WHAT YOU SHOULD DO → Some lines below hold "added". Pick them out and copy them.

INFORMATION SHOWN →

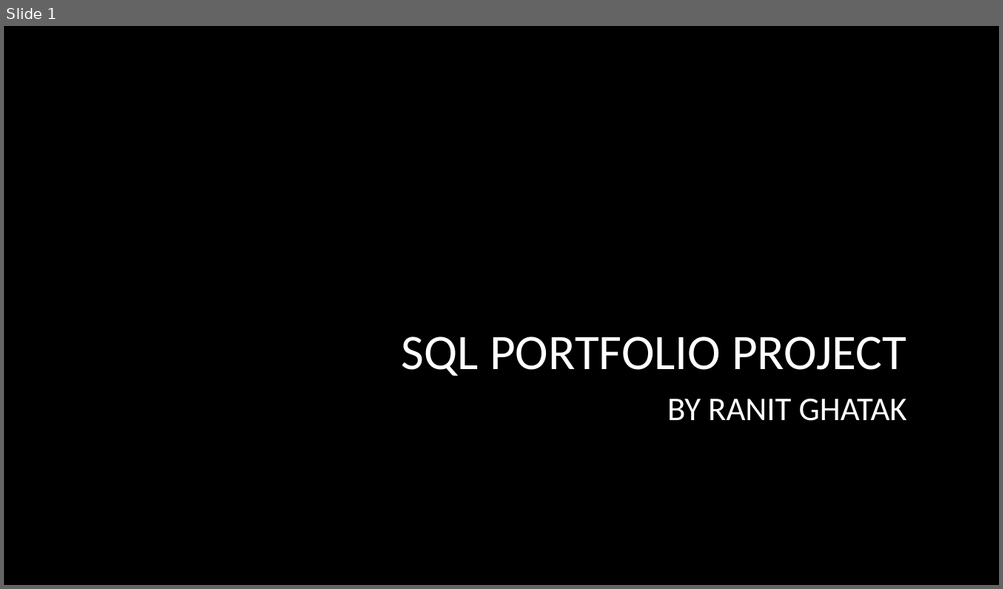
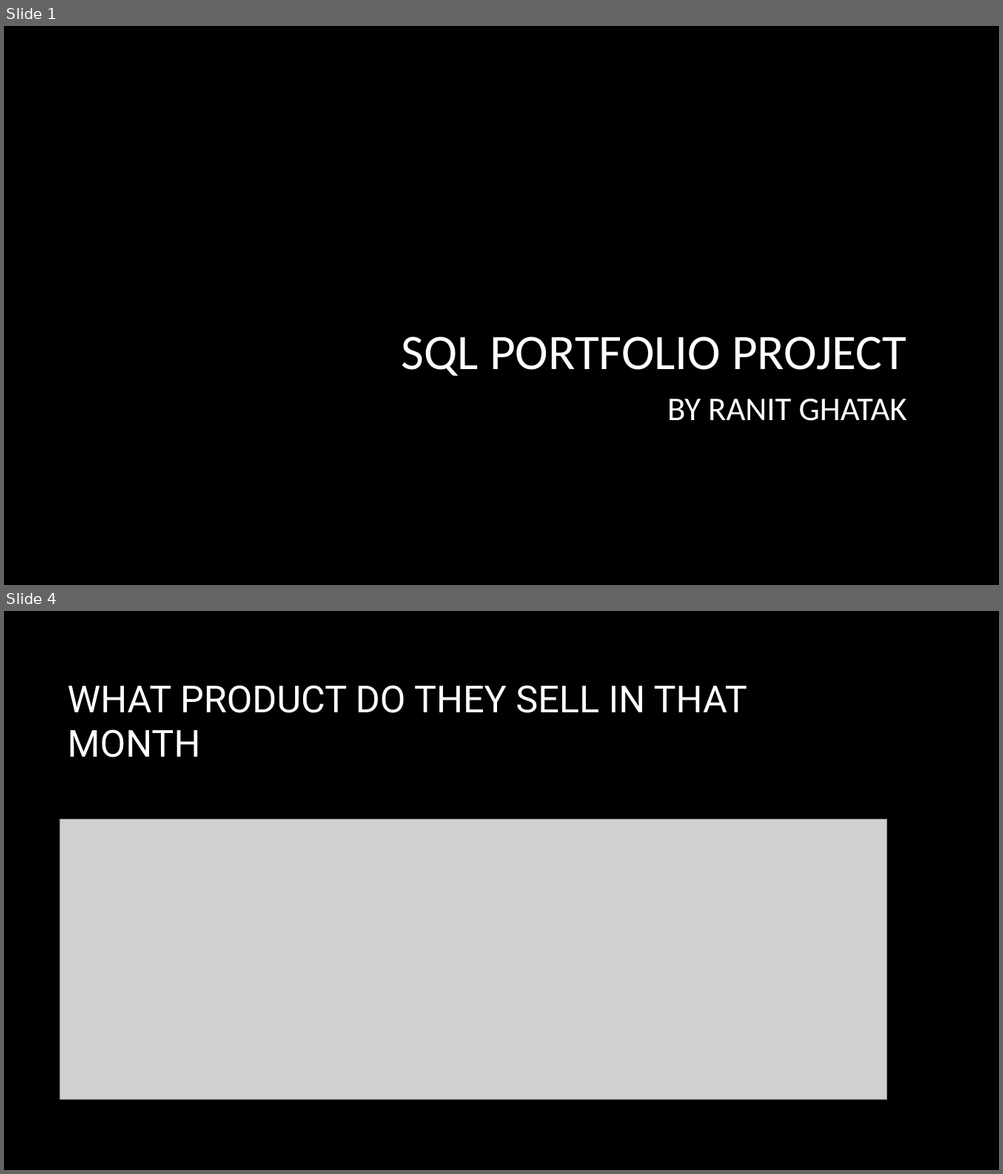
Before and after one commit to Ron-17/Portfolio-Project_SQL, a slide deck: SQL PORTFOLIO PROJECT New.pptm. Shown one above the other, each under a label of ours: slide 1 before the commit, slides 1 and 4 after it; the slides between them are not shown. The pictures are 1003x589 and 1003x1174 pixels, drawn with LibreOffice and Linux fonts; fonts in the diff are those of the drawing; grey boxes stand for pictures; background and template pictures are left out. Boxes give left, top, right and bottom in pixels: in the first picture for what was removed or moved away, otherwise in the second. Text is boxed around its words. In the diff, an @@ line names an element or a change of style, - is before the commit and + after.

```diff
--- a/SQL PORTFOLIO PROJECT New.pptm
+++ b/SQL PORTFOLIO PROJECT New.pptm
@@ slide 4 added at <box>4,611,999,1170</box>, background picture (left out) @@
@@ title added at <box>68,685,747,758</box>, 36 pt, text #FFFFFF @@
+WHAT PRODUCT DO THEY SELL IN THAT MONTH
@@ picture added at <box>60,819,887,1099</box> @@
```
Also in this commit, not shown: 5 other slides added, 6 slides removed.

RESPONSE TO THIS TASK →
@@ slide 4 added at <box>4,611,999,1170</box>, background picture (left out) @@
@@ title added at <box>68,685,747,758</box>, 36 pt, text #FFFFFF @@
@@ picture added at <box>60,819,887,1099</box> @@
Also in this commit, not shown: 5 other slides added, 6 slides removed.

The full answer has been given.